A look back at the PTSD post.


In casual conversation today, I referred to the post on PTSD and divorce, which made me take a look back and read through the comments from that day.  Ironically it has been two years since that post was published and today it continues to be the most clicked on this site!

So I thought we should take another look at what started that historical ( in my blog life) day long conversation.  Click to view the original post.  Then take some time to read through the comment thread.  Comments are posted most recent on top so you will have to scroll down to start at the beginning.

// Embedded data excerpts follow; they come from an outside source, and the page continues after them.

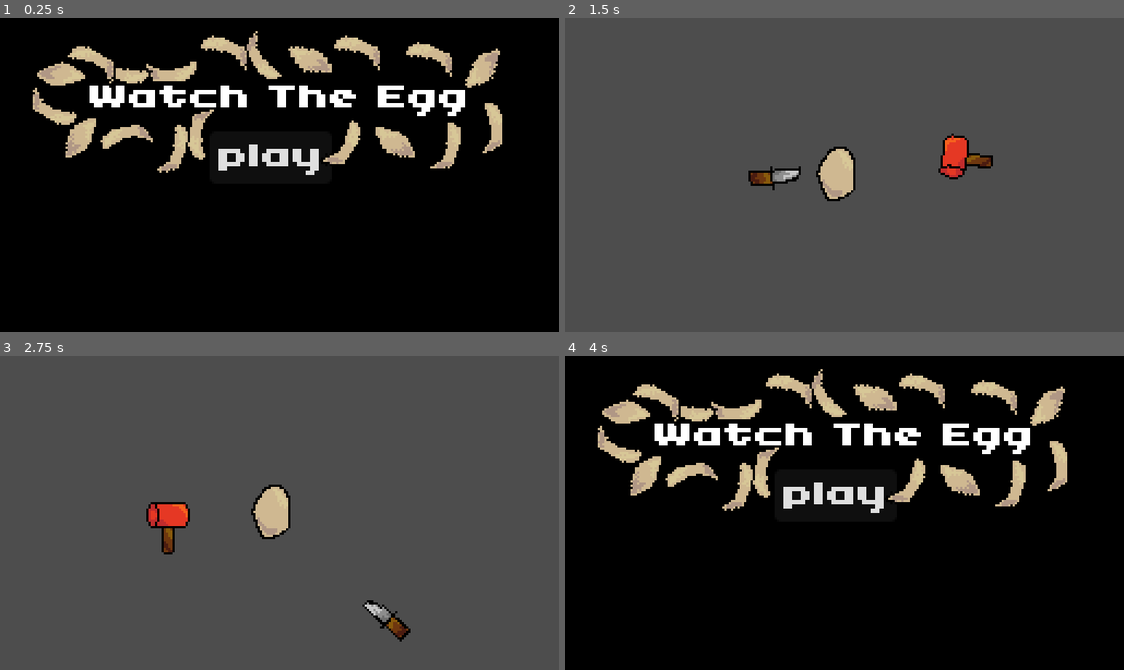
Above: before the commit, frames 1-4 (two rows, left to right).
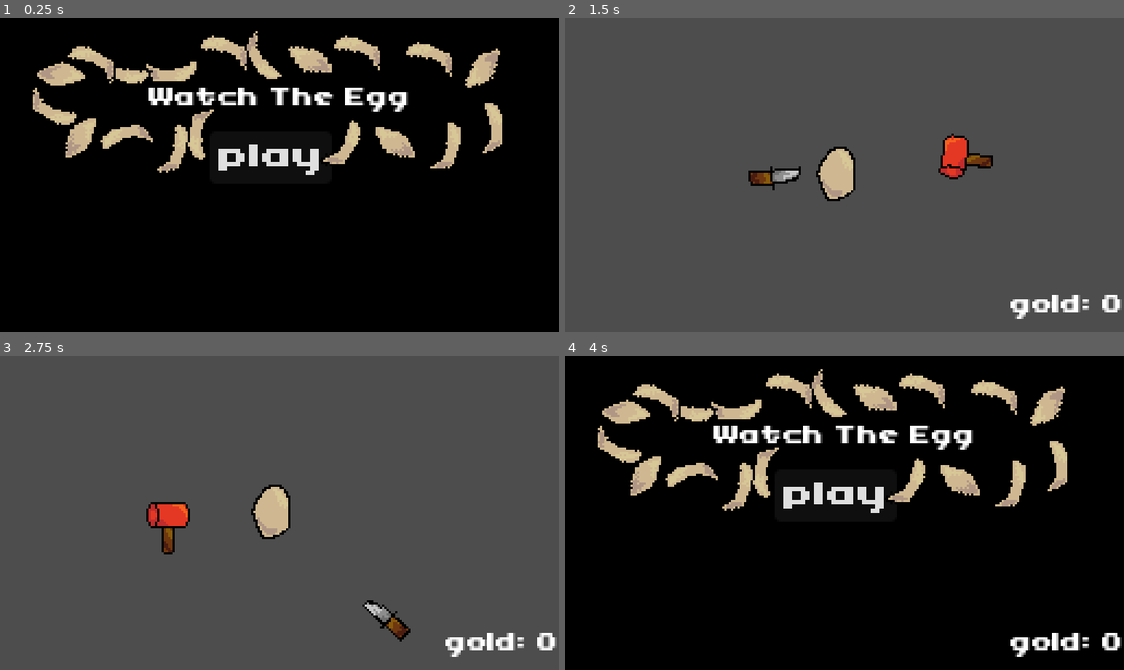
Above: after the commit, the same moments.

Repository: OliveADay/eggwatch
Game: Godot game, scene res://main_menu.tscn
The game is run twice, just before and just after one commit, with the same random seed, the same clock (stepped at 60 frames per second) and the same inputs.
Inputs (mouse positions are in pixels of both pictures, inside the frame that each line leads up to):
- Up to frame 1 (0.25 s): no input
- Up to frame 2 (1.5 s): click "play" at 0.5 s; move the mouse to (967, 159) at 1.27 s; click (967, 159) at 1.42 s
- Up to frame 3 (2.75 s): move the mouse to (167, 528) at 2.02 s; click (167, 528) at 2.17 s
- Up to frame 4 (4 s): move the mouse to (900, 443) at 2.77 s; click (900, 443) at 2.92 s; move the mouse to (816, 575) at 3.52 s; click (816, 575) at 3.67 s

The runs differ from the first frame. In frame 1, 2.7% of the frame differs, in the area x 16-84%, y 21-32%; in frame 2, 0.7%; in frame 3, 0.7%; in frame 4, 3.3%, in the area x 16-100%, y 21-96%.

Commit message:
coins fully added, gotta get coin spawning for bombs working

Diff:
--- a/bomb.tscn
+++ b/bomb.tscn
@@ -7,9 +7,11 @@
 size = Vector2(41, 37)
 
 [node name="Bomb" type="Area2D" unique_id=441117945]
+position = Vector2(107, 40)
 collision_layer = 0
 collision_mask = 2
 script = ExtResource("1_4fn8o")
+metadata/_edit_group_ = true
 
 [node name="Sprite2D" type="Sprite2D" parent="." unique_id=1351597386]
 texture_filter = 1
@@ -25,7 +27,7 @@
 autostart = true
 
 [node name="explod_hold" type="Timer" parent="." unique_id=693201760]
-wait_time = 0.2
+wait_time = 0.4
 one_shot = true
 
 [connection signal="timeout" from="explod_main" to="." method="_on_timer_timeout"]
--- a/coin.gd
+++ b/coin.gd
@@ -1,9 +1,15 @@
 extends RigidBody2D
 var total = 0
+var decrease_amount = 0
+var decrease_increment = 0.03
 
 func _ready() -> void:
 	set_axis_velocity(Vector2(randf_range(-50,50),randf_range(-50,50)))
 
 func _process(delta: float) -> void:
-	scale.x = sin(total)
+	scale.x = sin(total)*(1-decrease_amount)
+	scale.y = (1-decrease_amount)
 	total+=delta*10
+func _physics_process(delta: float) -> void:
+	if(decrease_amount < 1):
+		decrease_amount+=decrease_increment
--- a/knife_spawner.gd
+++ b/knife_spawner.gd
@@ -2,6 +2,7 @@
 
 var knife_ref = preload("res://knife.tscn")
 var egg_shell_ref = preload("res://egg shell.tscn")
+var bomb_ref = preload("res://bomb.tscn")
 var x_bounds_outer = [-21.0,280.0]
 var x_bounds_inner = [-14.0,271.0]
 var y_bounds_outer = [-22.0,166.0]
@@ -10,6 +11,7 @@
 var egged = false
 signal done
 var knifes = []
+var coins = 0
 
 @export var INTERVAL_MAX = 5
 var interval_current = 0
@@ -30,6 +32,11 @@
 			INTERVAL_MAX*=0.95
 	else:
 		interval_current-=delta
+	if Input.is_mouse_button_pressed(MOUSE_BUTTON_RIGHT) and coins >=3:
+		var bomb = bomb_ref.instantiate()
+		get_tree().root.add_child(bomb)
+		bomb.position = get_global_mouse_position()
+		coins-=3
 
 
 func generate_position():
@@ -83,3 +90,8 @@
 	$CanvasLayer.visible = false
 	reset()
 	get_tree().reload_current_scene()
+
+
+func _on_hammer_coined(amount: Variant) -> void:
+	coins+=amount
+	$CanvasLayer2/Label.text = "gold: "+str(coins)
--- a/main.tres
+++ b/main.tres
@@ -4,3 +4,4 @@
 
 [resource]
 font = ExtResource("1_24q3n")
+font_size = 11
--- a/world.tscn
+++ b/world.tscn
@@ -93,7 +93,21 @@
 theme_override_fonts/font = ExtResource("5_036b0")
 text = "back to main menu"
 
+[node name="CanvasLayer2" type="CanvasLayer" parent="." unique_id=1788253928]
+
+[node name="Label" type="Label" parent="CanvasLayer2" unique_id=1385794001]
+texture_filter = 1
+offset_left = 204.0
+offset_top = 121.0
+offset_right = 256.0
+offset_bottom = 144.0
+text = "gold: 0"
+label_settings = ExtResource("5_dwbse")
+horizontal_alignment = 1
+vertical_alignment = 1
+
 [connection signal="body_entered" from="egg" to="." method="_on_egg_body_entered"]
+[connection signal="coined" from="hammer" to="." method="_on_hammer_coined"]
 [connection signal="body_entered" from="egg_out" to="." method="_on_egg_out_body_entered"]
 [connection signal="pressed" from="CanvasLayer/restart" to="." method="_on_restart_pressed"]
 [connection signal="pressed" from="CanvasLayer/back_mm" to="." method="_on_back_mm_pressed"]

On October 24, 2013 at 12:15 am (Eastern Standard Time) Rebecca left the comment that would spark an all day conversation.  I am always very excited to wake up and see a new comment, when I read it though, I wasn’t so happy.  I felt like it was the beginning of an attack on what my purpose of the blog was.  I reptsd1responded quickly at first but then as the day went on and the comments were pouring in from my readers, I decided just to sit back and read what was happening, then process it all later that night.  At which point I would do my research and formulate a brilliant reply, and I think I did just that.

On October 23, 2013 at 10:54 pm (Eastern Standard Time) I politely and gratefully responded to Rebecca and having had done my homework, I felt empowered, smart, witty, and most of all determined to stand up for what I believed was something worth fighting for.

I would love to get another conversation going, as this topic is one that is very close to my heart and I know there are many others out there who could use our help.  Feel free to post comments on this post or the original and know that sharing even just a piece of your story, may help even just one person.  I look forward to the conversation.

Kimberly

Courageous Butterfly

10/27/15

Below you will find Rebecca’s first comment and my last.  Take a peak and take time to read the comments in-between on the Does PTSD after divorce exist page.

The reason more doctors and therapists don’t diagnose divorced folks with PTSD is simple… get a DSM and read the diagnostic criteria. Unless there was physical violence and events involving threatened or actual death, or physical injury, what you all are describing does not meet the criteria. In my 20+ years of practice I can fortunately say I can recall just two women who did meet the criteria due to abuse in the marriage.

Should we psychologists just throw our diagnoses without cause? Would you want your dermatologist to diagnose you with skin cancer when what you have is a 2nd degree burn? There are ethical guidelines to diagnosing conditions.

What you all are describing would certainly meet the criteria for Adjustment Disorder, and surely, I have seen patients who have a depressive disorder or anxiety disorder concurrent. Rarely, I can justify using the diagnosis Acute Stress Disorder, and perhaps you would meet the criteria for this. Please have respect for those who do suffer from Post Traumatic Stress Disorder, because reading your post and comments here, honestly, it’s insulting, and it’s as as if you would choose to claim you had skin cancer when what you have is a 2nd degree burn. Trust me, ladies, I agree that you have suffered, but I would not wish PTSD upon anyone.

BTW, Rebuilding is an excellent book/workbook!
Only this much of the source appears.